» TASK GOAL
What lines of the listing include the string "moved"? Show them all.

» PROVIDED DATA
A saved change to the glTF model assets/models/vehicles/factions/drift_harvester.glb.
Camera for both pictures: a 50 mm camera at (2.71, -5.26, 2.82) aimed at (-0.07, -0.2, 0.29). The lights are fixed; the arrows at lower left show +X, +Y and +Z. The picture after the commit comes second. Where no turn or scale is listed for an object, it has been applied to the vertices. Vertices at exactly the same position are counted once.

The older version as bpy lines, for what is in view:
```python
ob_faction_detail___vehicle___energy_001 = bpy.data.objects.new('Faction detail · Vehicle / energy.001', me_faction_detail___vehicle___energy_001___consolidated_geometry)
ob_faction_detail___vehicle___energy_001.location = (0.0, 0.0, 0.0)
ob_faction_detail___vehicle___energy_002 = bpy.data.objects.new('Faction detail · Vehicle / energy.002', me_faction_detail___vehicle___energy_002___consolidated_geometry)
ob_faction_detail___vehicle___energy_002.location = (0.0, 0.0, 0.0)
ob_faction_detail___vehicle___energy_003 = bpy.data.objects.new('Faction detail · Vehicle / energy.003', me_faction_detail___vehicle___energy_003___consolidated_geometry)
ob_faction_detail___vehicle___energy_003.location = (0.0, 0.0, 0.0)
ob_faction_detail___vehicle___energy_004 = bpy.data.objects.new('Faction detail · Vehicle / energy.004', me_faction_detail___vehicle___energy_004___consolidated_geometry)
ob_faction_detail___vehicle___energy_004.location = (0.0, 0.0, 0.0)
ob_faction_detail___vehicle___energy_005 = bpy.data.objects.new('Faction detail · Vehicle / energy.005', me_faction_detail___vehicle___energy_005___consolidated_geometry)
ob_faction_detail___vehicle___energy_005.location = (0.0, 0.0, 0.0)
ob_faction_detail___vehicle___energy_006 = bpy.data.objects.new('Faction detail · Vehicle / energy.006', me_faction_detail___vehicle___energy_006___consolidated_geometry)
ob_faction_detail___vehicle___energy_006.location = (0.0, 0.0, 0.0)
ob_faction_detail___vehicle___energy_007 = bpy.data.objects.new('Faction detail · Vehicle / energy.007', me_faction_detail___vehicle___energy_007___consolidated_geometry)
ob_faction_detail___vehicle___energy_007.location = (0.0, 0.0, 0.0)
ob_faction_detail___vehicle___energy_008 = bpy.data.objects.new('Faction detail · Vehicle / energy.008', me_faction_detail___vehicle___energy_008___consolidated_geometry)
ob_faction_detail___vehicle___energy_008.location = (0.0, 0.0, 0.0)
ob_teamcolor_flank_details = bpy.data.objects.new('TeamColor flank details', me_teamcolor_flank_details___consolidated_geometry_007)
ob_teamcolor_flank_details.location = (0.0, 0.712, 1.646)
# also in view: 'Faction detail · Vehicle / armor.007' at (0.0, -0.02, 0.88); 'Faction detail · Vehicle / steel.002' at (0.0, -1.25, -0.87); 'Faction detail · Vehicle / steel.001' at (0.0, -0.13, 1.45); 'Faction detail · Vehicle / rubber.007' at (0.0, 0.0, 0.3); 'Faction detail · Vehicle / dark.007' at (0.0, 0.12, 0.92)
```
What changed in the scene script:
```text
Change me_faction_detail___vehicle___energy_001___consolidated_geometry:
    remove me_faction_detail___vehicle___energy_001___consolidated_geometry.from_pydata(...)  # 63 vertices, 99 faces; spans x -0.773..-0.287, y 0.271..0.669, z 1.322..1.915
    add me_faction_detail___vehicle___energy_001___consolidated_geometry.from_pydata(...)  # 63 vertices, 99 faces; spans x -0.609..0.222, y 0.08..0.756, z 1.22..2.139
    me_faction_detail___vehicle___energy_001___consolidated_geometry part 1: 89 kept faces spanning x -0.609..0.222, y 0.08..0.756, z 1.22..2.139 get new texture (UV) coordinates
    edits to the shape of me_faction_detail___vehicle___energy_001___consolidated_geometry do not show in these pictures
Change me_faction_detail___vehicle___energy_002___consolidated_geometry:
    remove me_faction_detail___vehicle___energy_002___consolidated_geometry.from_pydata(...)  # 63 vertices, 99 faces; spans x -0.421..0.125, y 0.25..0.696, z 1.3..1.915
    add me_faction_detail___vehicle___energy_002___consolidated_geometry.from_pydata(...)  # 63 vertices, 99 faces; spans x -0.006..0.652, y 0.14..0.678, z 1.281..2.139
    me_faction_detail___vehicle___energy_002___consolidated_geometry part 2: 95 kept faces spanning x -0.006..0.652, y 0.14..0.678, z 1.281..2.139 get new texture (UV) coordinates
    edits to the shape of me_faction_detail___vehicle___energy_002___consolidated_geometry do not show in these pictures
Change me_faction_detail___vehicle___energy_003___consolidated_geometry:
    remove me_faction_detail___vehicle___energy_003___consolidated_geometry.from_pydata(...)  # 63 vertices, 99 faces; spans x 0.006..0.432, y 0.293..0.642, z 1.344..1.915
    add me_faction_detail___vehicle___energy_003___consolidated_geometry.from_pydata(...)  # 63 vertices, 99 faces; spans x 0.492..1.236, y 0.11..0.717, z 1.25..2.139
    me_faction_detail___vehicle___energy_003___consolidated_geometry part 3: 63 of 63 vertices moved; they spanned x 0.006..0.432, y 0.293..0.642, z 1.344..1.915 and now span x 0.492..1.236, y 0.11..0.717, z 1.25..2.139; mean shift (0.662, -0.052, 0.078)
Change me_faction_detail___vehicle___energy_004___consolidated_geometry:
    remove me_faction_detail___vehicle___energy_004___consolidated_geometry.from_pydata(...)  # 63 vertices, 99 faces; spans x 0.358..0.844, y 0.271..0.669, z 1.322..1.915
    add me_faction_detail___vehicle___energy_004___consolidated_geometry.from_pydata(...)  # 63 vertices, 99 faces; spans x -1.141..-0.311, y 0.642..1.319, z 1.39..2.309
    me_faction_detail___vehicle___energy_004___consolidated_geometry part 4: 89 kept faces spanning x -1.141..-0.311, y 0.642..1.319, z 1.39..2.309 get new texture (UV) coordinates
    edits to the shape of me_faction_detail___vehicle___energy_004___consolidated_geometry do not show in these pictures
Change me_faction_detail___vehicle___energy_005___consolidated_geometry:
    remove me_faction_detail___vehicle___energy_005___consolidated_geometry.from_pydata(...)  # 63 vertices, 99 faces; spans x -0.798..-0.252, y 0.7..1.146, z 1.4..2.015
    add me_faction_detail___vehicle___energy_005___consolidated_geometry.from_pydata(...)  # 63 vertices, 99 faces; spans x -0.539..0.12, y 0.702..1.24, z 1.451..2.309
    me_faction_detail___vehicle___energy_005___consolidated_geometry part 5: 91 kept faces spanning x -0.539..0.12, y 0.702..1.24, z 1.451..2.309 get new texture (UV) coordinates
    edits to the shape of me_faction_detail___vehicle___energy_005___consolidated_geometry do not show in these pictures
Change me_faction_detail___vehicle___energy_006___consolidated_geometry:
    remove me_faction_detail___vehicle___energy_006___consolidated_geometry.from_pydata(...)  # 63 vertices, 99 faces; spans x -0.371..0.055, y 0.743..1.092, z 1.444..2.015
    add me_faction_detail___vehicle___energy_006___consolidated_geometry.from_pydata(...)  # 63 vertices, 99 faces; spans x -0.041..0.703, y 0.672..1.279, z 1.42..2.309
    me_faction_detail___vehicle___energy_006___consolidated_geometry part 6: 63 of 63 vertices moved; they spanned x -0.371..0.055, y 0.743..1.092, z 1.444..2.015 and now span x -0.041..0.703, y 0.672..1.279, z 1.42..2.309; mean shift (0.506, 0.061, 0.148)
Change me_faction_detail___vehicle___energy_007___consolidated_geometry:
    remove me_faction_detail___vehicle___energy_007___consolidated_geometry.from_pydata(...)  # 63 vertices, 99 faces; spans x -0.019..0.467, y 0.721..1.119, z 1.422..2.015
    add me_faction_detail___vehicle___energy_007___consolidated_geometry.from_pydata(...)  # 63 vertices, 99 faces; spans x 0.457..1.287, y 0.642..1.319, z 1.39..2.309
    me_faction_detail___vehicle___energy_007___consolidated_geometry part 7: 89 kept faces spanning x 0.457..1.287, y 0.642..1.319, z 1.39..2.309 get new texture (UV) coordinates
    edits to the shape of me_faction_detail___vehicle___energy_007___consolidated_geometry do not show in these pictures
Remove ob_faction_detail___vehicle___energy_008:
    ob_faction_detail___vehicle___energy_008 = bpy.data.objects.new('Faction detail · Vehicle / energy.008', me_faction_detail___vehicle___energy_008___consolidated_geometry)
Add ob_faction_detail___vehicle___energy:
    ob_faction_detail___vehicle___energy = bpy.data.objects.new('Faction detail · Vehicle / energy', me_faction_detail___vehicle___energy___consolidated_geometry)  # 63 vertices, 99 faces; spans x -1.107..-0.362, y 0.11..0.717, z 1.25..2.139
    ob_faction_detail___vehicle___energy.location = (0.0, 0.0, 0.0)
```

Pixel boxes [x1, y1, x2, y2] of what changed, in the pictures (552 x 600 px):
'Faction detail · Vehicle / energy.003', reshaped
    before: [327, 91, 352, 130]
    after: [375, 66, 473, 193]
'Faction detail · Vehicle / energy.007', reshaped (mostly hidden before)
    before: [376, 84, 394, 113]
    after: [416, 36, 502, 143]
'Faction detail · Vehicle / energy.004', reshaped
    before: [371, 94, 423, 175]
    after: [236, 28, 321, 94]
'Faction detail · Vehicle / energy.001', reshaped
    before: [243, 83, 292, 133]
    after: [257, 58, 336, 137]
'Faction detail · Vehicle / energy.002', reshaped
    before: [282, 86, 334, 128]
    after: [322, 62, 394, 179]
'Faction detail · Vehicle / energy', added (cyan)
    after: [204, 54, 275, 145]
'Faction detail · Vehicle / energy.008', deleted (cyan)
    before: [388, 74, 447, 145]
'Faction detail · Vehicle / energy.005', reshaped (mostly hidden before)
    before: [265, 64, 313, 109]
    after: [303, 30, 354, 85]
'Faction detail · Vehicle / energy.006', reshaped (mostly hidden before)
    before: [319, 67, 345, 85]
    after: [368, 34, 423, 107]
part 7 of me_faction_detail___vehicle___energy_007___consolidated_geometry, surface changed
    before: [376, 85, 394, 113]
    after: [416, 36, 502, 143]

» ANSWER SECTION
    me_faction_detail___vehicle___energy_003___consolidated_geometry part 3: 63 of 63 vertices moved; they spanned x 0.006..0.432, y 0.293..0.642, z 1.344..1.915 and now span x 0.492..1.236, y 0.11..0.717, z 1.25..2.139; mean shift (0.662, -0.052, 0.078)
    me_faction_detail___vehicle___energy_006___consolidated_geometry part 6: 63 of 63 vertices moved; they spanned x -0.371..0.055, y 0.743..1.092, z 1.444..2.015 and now span x -0.041..0.703, y 0.672..1.279, z 1.42..2.309; mean shift (0.506, 0.061, 0.148)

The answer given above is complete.